I've tried doing a full shutdown and restart of nagios processes, but it's so far proven unsuccessful in getting back to a stable state.

Re: Blank Performance Reports

Posted: Tue Mar 05, 2013 3:08 pm
by kotterbein
trying to run the process by command line:

Code: Select all

-bash-3.2$ /usr/local/nagios/libexec/process_perfdata.pl -n -b /ramdisk/spool/perfdata//host-perfdata.1362511776
Use of uninitialized value in concatenation (.) or string at /usr/local/nagios/libexec/process_perfdata.pl line 203, <PDFILE> line 24917.
Use of uninitialized value in pattern match (m//) at /usr/local/nagios/libexec/process_perfdata.pl line 210, <PDFILE> line 24917.
Use of uninitialized value in concatenation (.) or string at /usr/local/nagios/libexec/process_perfdata.pl line 216, <PDFILE> line 24917.
Use of uninitialized value in concatenation (.) or string at /usr/local/nagios/libexec/process_perfdata.pl line 216, <PDFILE> line 24917.
Use of uninitialized value in substitution (s///) at /usr/local/nagios/libexec/process_perfdata.pl line 219, <PDFILE> line 24917.
Use of uninitialized value in substitution (s///) at /usr/local/nagios/libexec/process_perfdata.pl line 220, <PDFILE> line 24917.
Use of uninitialized value in substitution (s///) at /usr/local/nagios/libexec/process_perfdata.pl line 221, <PDFILE> line 24917.

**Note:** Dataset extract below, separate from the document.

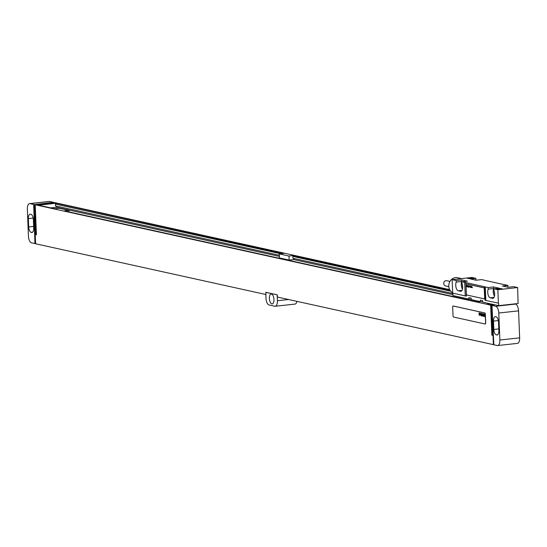 <?xml version="1.0" encoding="UTF-8"?>
<svg xmlns="http://www.w3.org/2000/svg" width="547" height="547" viewBox="0 0 547 547"><rect width="100%" height="100%" fill="white"/><g stroke="black" fill="none" stroke-linecap="round" stroke-linejoin="round"><path stroke-width="0.82" d="M519.65 337.855L518.563 310.853L498.789 313.028L499.876 340.022L519.65 337.855A6.195 2.803 83.7 0 1 517.469 343.379L497.695 345.554A6.195 2.803 -96.3 0 0 499.876 340.022M514.583 303.9L515.465 304.091A6.195 2.803 83.7 0 1 518.563 310.853M498.789 313.028A6.195 2.803 -96.3 0 0 495.685 306.258L491.972 305.445L493.832 344.774L497.264 345.526A6.195 2.803 -96.3 0 0 497.695 345.554M496.779 334.962A4.957 2.243 -96.3 0 0 497.127 334.983A4.957 2.243 -96.3 0 0 498.871 330.559L498.536 322.21A4.957 2.243 -96.3 0 0 496.054 316.802L495.596 316.699A4.957 2.243 -96.3 0 0 495.254 316.679A4.957 2.243 -96.3 0 0 493.503 321.103L493.838 329.451A4.957 2.243 -96.3 0 0 496.327 334.86L497.455 334.887M449.655 289.63L54.768 202.616L35.213 204.763L490.652 305.117L491.862 335.181L492.43 335.304L491.227 305.24L491.972 305.445M494.392 304.706L490.652 305.117M449.832 289.958L293.609 255.531L288.994 256.044L289.158 260.092L279.442 257.952L279.285 253.897L288.994 256.044M69.052 211.928L68.99 210.39L59.281 208.25L54.666 208.756L38.379 205.173L56.177 203.217L283.9 253.391L279.285 253.897M68.99 210.39L64.382 210.903L477.531 301.937L480.416 301.616M490.105 303.763L487.247 304.077L489.244 304.515L492.109 304.2M494.967 304.829L491.227 305.24M53.456 202.328L49.736 201.474A6.195 2.803 83.7 0 0 49.305 201.446L29.531 203.621A6.195 2.803 -96.3 0 0 27.35 209.145L28.437 236.147A6.195 2.803 -96.3 0 0 31.535 242.909L35.637 243.593M53.449 202.294L34.639 204.64L35.849 234.704L36.423 234.827L35.213 204.763M29.531 203.621A6.195 2.803 -96.3 0 1 29.962 203.641L34.639 204.64M492.04 307.243L493.373 344.637L277.37 297.042L277.281 294.833L265.849 292.31L265.979 298.218A6.195 2.803 -96.3 0 0 269.083 304.98L274.792 306.238A6.195 2.803 -96.3 0 0 275.223 306.265A6.195 2.803 -96.3 0 0 277.404 300.734L277.172 294.84L265.739 292.324M265.828 294.498L35.651 243.777L33.784 204.448M485.21 323.981A1.238 0.561 -96.3 0 0 485.264 323.981A1.238 0.561 -96.3 0 0 485.702 322.874L485.36 314.286A1.238 0.561 -96.3 0 0 484.738 312.932L453.306 306.005A1.238 0.561 -96.3 0 0 453.224 306.005A1.238 0.561 -96.3 0 0 453.169 306.012M493.373 344.637L493.825 344.583M296.966 301.356A6.195 2.803 83.7 0 1 295.004 304.091L275.223 306.265M273.958 299.489A4.957 2.243 -96.3 0 0 271.127 294.054A4.957 2.243 -96.3 0 0 269.384 298.477A4.957 2.243 -96.3 0 0 272.215 303.913A4.957 2.243 -96.3 0 0 273.958 299.489M492.423 335.12L491.862 335.181M36.417 234.642L35.849 234.704M33.381 219.723A4.957 2.243 -96.3 0 0 30.899 214.308L30.441 214.205A4.957 2.243 -96.3 0 0 30.099 214.185A4.957 2.243 -96.3 0 0 28.355 218.615L28.69 226.957A4.957 2.243 -96.3 0 0 31.172 232.366L31.63 232.468A4.957 2.243 -96.3 0 0 31.972 232.489A4.957 2.243 -96.3 0 0 33.716 228.065L33.381 219.723M33.675 204.462L34.967 243.668M485.073 323.988A1.238 0.561 -96.3 0 0 485.155 323.995A1.238 0.561 -96.3 0 0 485.592 322.887L485.244 314.299A1.238 0.561 -96.3 0 0 484.628 312.946L453.196 306.019A1.238 0.561 -96.3 0 0 453.114 306.012A1.238 0.561 -96.3 0 0 452.677 307.12L453.019 315.708A1.238 0.561 -96.3 0 0 453.641 317.062L485.073 323.988M281.5 253.658L55.438 204.099L55.514 205.939L279.339 255.258M56.177 203.217L56.211 204.017M293.609 255.531L293.643 256.331L292.877 256.413L292.946 258.259L452.861 293.493M450.461 290.888L293.643 256.331M452.902 294.648L293.773 259.586L289.158 260.092M279.38 256.413L56.341 207.265L50.7 207.887M293.725 258.43L293.773 259.586M280.734 253.74L55.438 204.099M450.728 291.195L292.877 256.413M56.293 206.11L56.341 207.265M507.883 287.209A5.019 2.27 -96.3 0 1 507.978 286.97L507.917 285.397L505.059 284.768A12.396 1.675 -2.3 0 1 503.91 284.57L485.305 280.474A12.396 1.675 -2.3 0 1 484.485 280.235L481.627 279.606L476.136 280.214L470.42 278.949L475.917 278.348L475.979 279.92A5.019 2.27 -96.3 0 0 475.883 280.153M452.848 293.171L452.943 295.571L468.943 299.1L468.882 297.623L471.172 298.129L471.227 299.599L480.369 301.616L480.314 300.146L482.598 300.645L482.659 302.122L498.659 305.643L518.105 303.51L517.626 287.544L513.626 286.662L508.136 287.264L502.419 286.006L507.917 285.397M475.917 278.348L471.917 277.466L452.137 279.64L452.677 293.137L465.251 295.906L464.711 282.409L461.853 281.78L467.343 281.179L461.634 279.914L461.695 281.486A5.019 2.27 -96.3 0 0 462.468 289.117M517.626 287.544L497.852 289.712L493.852 288.83L499.343 288.228L493.633 286.97L493.695 288.536A5.019 2.27 -96.3 0 0 494.467 296.166M498.659 305.643L498.556 303.188L485.825 300.44L485.278 286.943L488.136 287.572L493.633 286.97M485.278 286.943A12.396 1.675 -2.3 0 0 484.457 286.703L465.859 282.608A12.396 1.675 -2.3 0 0 464.711 282.409M452.137 279.64L456.136 280.522L461.634 279.914M498.18 288.693A2.728 0.369 177.7 0 1 500.997 288.611A2.728 0.369 177.7 0 1 502.132 288.912A2.728 0.369 177.7 0 1 500.69 289.247A2.728 0.369 177.7 0 1 496.738 289.131A2.728 0.369 177.7 0 1 498.18 288.693M469.073 277.931A2.728 0.369 177.7 0 1 471.897 277.842A2.728 0.369 177.7 0 1 473.032 278.149A2.728 0.369 177.7 0 1 471.589 278.485A2.728 0.369 177.7 0 1 467.637 278.368A2.728 0.369 177.7 0 1 469.073 277.931M480.369 301.616A4.465 0.602 177.7 0 1 482.652 301.978M468.943 299.1A4.465 0.602 177.7 0 1 471.22 299.462M484.252 298.819A1.238 0.561 -96.3 0 0 484.307 298.819A1.238 0.561 -96.3 0 0 484.745 297.712L484.403 289.124A1.238 0.561 -96.3 0 0 483.78 287.77L466.639 283.996A1.238 0.561 -96.3 0 0 466.55 283.989A1.238 0.561 -96.3 0 0 466.495 284.002M498.392 303.209L497.852 289.712M465.859 282.608L466.4 296.105A12.396 1.675 -2.3 0 0 465.251 295.906M485.825 300.44A12.396 1.675 -2.3 0 0 485.004 300.2L484.457 286.703M488.136 287.572L488.204 289.137A5.019 2.27 -96.3 0 0 488.013 294.402A5.019 2.27 -96.3 0 0 490.249 297.828L492.532 298.327A5.019 2.27 -96.3 0 0 492.881 298.347A5.019 2.27 -96.3 0 0 494.584 295.503A5.019 2.27 -96.3 0 0 493.914 290.395L493.852 288.83M456.136 280.522L456.198 282.088A5.019 2.27 -96.3 0 0 456.013 287.353A5.019 2.27 -96.3 0 0 458.249 290.772L460.533 291.277A5.019 2.27 -96.3 0 0 460.882 291.298A5.019 2.27 -96.3 0 0 462.584 288.454A5.019 2.27 -96.3 0 0 461.914 283.346L461.853 281.78M488.204 289.137L493.695 288.536M494.262 291.394A2.79 1.265 -96.3 0 0 494.652 293.862M462.263 284.344A2.79 1.265 -96.3 0 0 462.646 286.806M507.978 286.97L507.199 287.059M475.979 279.92L475.199 280.002M456.198 282.088L461.695 281.486M452.663 292.686A7.931 6.995 -77.6 0 1 448.786 286.225A7.931 6.995 -77.6 0 1 457.524 277.705L461.586 278.601M448.813 286.642L445.415 285.89A2.667 2.352 -77.6 0 1 446.564 280.686L449.962 281.432M466.352 293.698A1.238 0.561 -96.3 0 0 466.974 295.052L484.116 298.826A1.238 0.561 -96.3 0 0 484.198 298.833A1.238 0.561 -96.3 0 0 484.635 297.725L484.293 289.137A1.238 0.561 -96.3 0 0 483.671 287.784L466.529 284.009A1.238 0.561 -96.3 0 0 466.441 284.002A1.238 0.561 -96.3 0 0 466.003 285.11L466.352 293.698M484.389 316.228L484.403 315.482L484.389 316.228M484.574 316.583L484.676 314.169L484.423 315.127L484.225 314.074L484.17 316.398L484.574 316.583M483.603 315.899L483.999 316.385L483.91 313.985L483.603 315.899M483.486 316.344L483.391 313.889L483.486 316.344M482.823 316.193L482.611 313.718L482.823 316.193M482.42 316.104L482.351 313.663L482.42 316.104M482.051 314.798L482.003 315.298L482.051 314.798M482.064 314.532L481.989 315.578L482.064 314.532M481.695 315.947L481.798 313.54L481.599 314.429L481.387 313.445L481.695 315.947M481.216 315.845L481.087 313.376L481.216 315.845M480.581 314.805L480.943 315.332L481.025 313.369L480.581 314.805M480.355 314.84L480.389 313.493L480.355 314.84M480.526 314.867L480.403 313.219L480.136 314.785L480.314 315.209L480.526 314.867M479.671 314.6L480.04 315.134L480.122 313.171L479.856 314.805L479.733 313.082L479.671 314.6M479.555 315.031L479.473 313.028L479.555 315.031M479.275 315.414L479.377 313.007L479.186 313.903L478.967 312.918L479.275 315.414M472.334 287.743L471.856 286.396L471.767 287.619L471.931 286.799L472.334 287.743M471.535 287.565L471.056 286.218L470.96 287.442L471.124 286.621L471.535 287.565M470.728 287.394L470.249 286.04L470.16 287.264L470.324 286.443L470.728 287.394M469.647 285.91L469.784 287.182L469.647 285.91M469.217 286.744L468.779 286.806L469.312 286.847L468.806 285.766L469.217 286.744M468.287 285.609L468.239 287.421L468.608 286.922L468.287 285.609M467.145 285.356L467.678 286.676L467.302 286.211L467.706 285.678L467.145 285.356M467.295 286.054L467.541 285.602L467.295 286.054M466.618 285.397L466.919 286.86L466.618 285.397M515.465 304.091L495.685 306.258M496.327 334.86L497.743 334.702M493.838 329.451L498.802 328.904M493.503 321.103L498.344 320.576M29.962 203.641L49.736 201.474M277.404 300.734L288.57 299.51M28.355 218.615L33.189 218.082M28.69 226.957L33.647 226.41M31.172 232.366L32.588 232.215M31.63 232.468L32.3 232.393M463.22 297.835L463.254 298.792L463.2 297.835M467.288 298.73L467.329 299.688M468.362 298.97L468.403 299.92M492.532 298.327L493.216 298.252M490.249 297.828L494.023 297.411M460.533 291.277L461.217 291.202M458.249 290.772L462.024 290.361"/></g></svg>

Re: Blank Performance Reports

Posted: Tue Mar 05, 2013 3:27 pm
by abrist
kotterbein wrote: [03-05-2013 14:50:12] NPCD: ERROR: Executed command exits with return code '7'
[03-05-2013 14:50:12] NPCD: ERROR: Command line was '/usr/local/nagios/libexec/process_perfdata.pl -n -b /ramdisk/spool/perfdata//host-perfdata.1362511776'
Check/fix the permissions for the perfdata folder:

Code: Select all

chmod -R +x /usr/local/nagios/share/perfdata
Also, take a look at the /usr/local/nagios/var directory, and make sure everything is owned nagios.nagios, and permissions are at least 0664 on all files.

Re: Blank Performance Reports

Posted: Tue Mar 05, 2013 3:44 pm
by kotterbein
permissions all look fine. I upped the timeout on the process_perfdata.pl script- looks like it is chomping on it for a while, and timesout:

Code: Select all

10974 nagios    17   0  127m 5332 2428 R 96.2  0.0   3:05.18 process_perfdat
I upped the timeout to 1600 seconds to see if it will go through it, but the file it's processing is rather large, assuming it would take a while:

Code: Select all

-rw-r--r-- 1 nagios nagios 235M Mar  5 15:43 host-perfdata.1362511776

Re: Blank Performance Reports

Posted: Tue Mar 05, 2013 4:41 pm
by abrist
hmmm. That seems excessively large.

Re: Blank Performance Reports

Posted: Tue Mar 05, 2013 4:58 pm
by kotterbein
looks good now- I did a reboot, cleared the ramdisk of prior data, and am now seeing data- I think there was just too much for it to handle.

Re: Blank Performance Reports

Posted: Tue Mar 05, 2013 5:15 pm
by abrist
Sounds good. You should watch the number and size of files that collect there. They *should* get reaped fairly quickly.